According to Experian’s 2016 Data Breach Report , 2015 was dubbed as the “Healthcare Hack”. There are chances that in 2016, the biggest threat to your billing and coding can be your own staff. According to Experian report- smaller negligence which cause claim denials are mostly because of the negligence of medical staff. In this record they predicted that breaches caused by your staff members can cause you more damage.
Most of the breaches occur because of the malicious action of the staff. Majority of these mistakes are caused because of the lack of complacency and understanding of the medical coding and billing. The first step to combat this situation is to educate your staff with the policies and procedures under HIPAA. This will help them to understand the importance of protecting information related to health of patients, coding and billing.
“Abuse”, “upcoding”, “compliance” and “fraud” are the buzzwords in media regarding the healthcare industry. The top priority of Federal government is to eliminate the abuse and fraud in healthcare sector.
It is estimated that around 80% medical bills errors are caused every year as insurance companies are strict with the medical coding and billing practices. Even a minor mistake done by your staff can lead to claim denial and you will not be able to get the correct reimbursement for the services you have offered.
This again result in starting the entire process again, the physician will have to fix the error, submit the claim again and wait for the claim to get accepted by the insurance company. This period of receiving reimbursement can last for several months. Hospital payments, medical data collection, physician reimbursement and other services are covered under the code of HCPCS and ICD-10.
If you have medical coders working for you either remotely or in the hospital itself, then great amount of accuracy is assured to you as they have the tendency to dig deep into your records. These certified coders have memorized the basic codes and do not need software programme or reference books for assistance again and again.

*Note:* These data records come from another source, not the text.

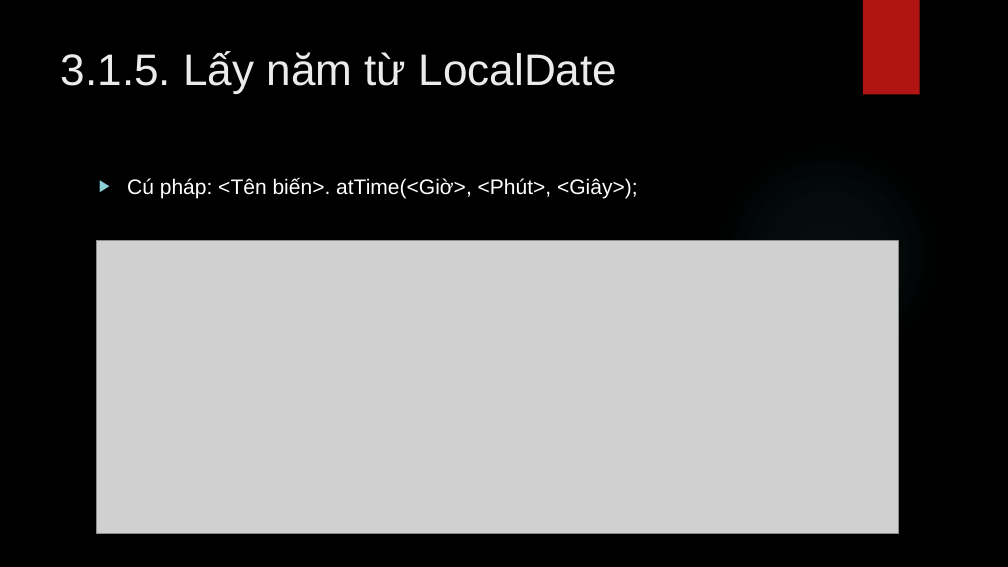
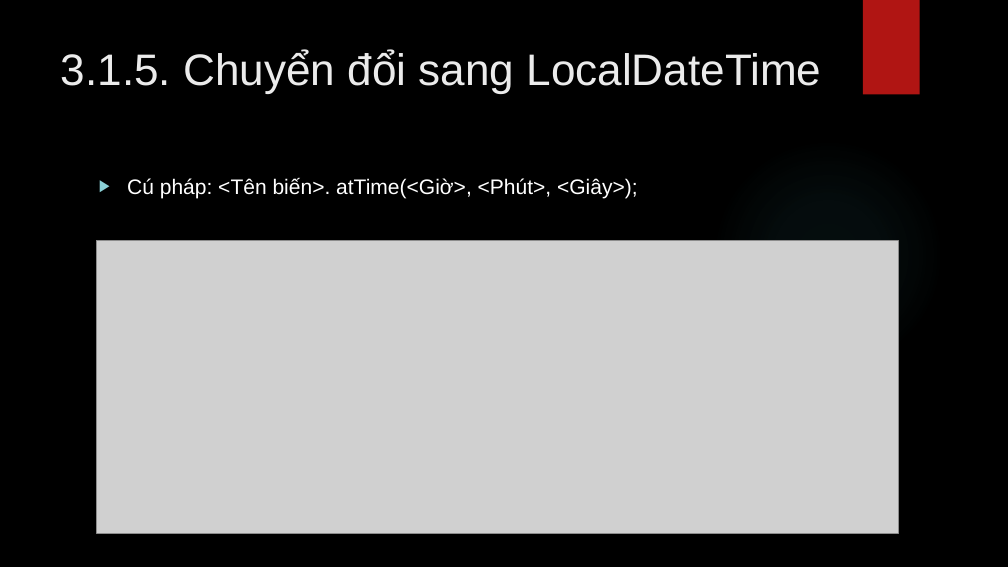
Before and after one commit to lequochai26/GDUTraining_Basic_Java_Web_Development, a slide deck: slide 27 of Slides/Day_4_2.pptx (slide 26 before the commit). Drawn at 1008x567 pixels with LibreOffice and Linux fonts; fonts in the diff are those of the drawing; grey boxes stand for pictures; background and template pictures are left out. Boxes give left, top, right and bottom in pixels: in the first picture for what was removed or moved away, otherwise in the second. Text is boxed around its words. In the diff, an @@ line names an element or a change of style, - is before the commit and + after.

```diff
--- a/Slides/Day_4_2.pptx
+++ b/Slides/Day_4_2.pptx
@@ title at (61, 49, 822, 93): text changed @@
-3.1.5. Lấy năm từ LocalDate
+3.1.5. Chuyển đổi sang LocalDateTime
```
Also in this commit, not shown: 1 other slide changed, 1 slide added.

Your staff already have to complete assigned work, maintain all the records and look after the patients. They can’t remain up-to-date with the new changes in the rules and regulations. These changing rules requires administrators and physicians to spend more money and time to educate the staff members regarding the new changes and staying updated. This will have a direct effect on the profit and cash flow of a practice.
Hiring a third party rather than assigning the task of medical coding and billing to your staff is much more effective in increasing your revenue. Your outsourcing medical and billing partner will keep a tab on your claims which will further give you proper reimbursement. This way physicians can focus on the core competency without getting worried about the ignored or lost claims, underpayments and denials.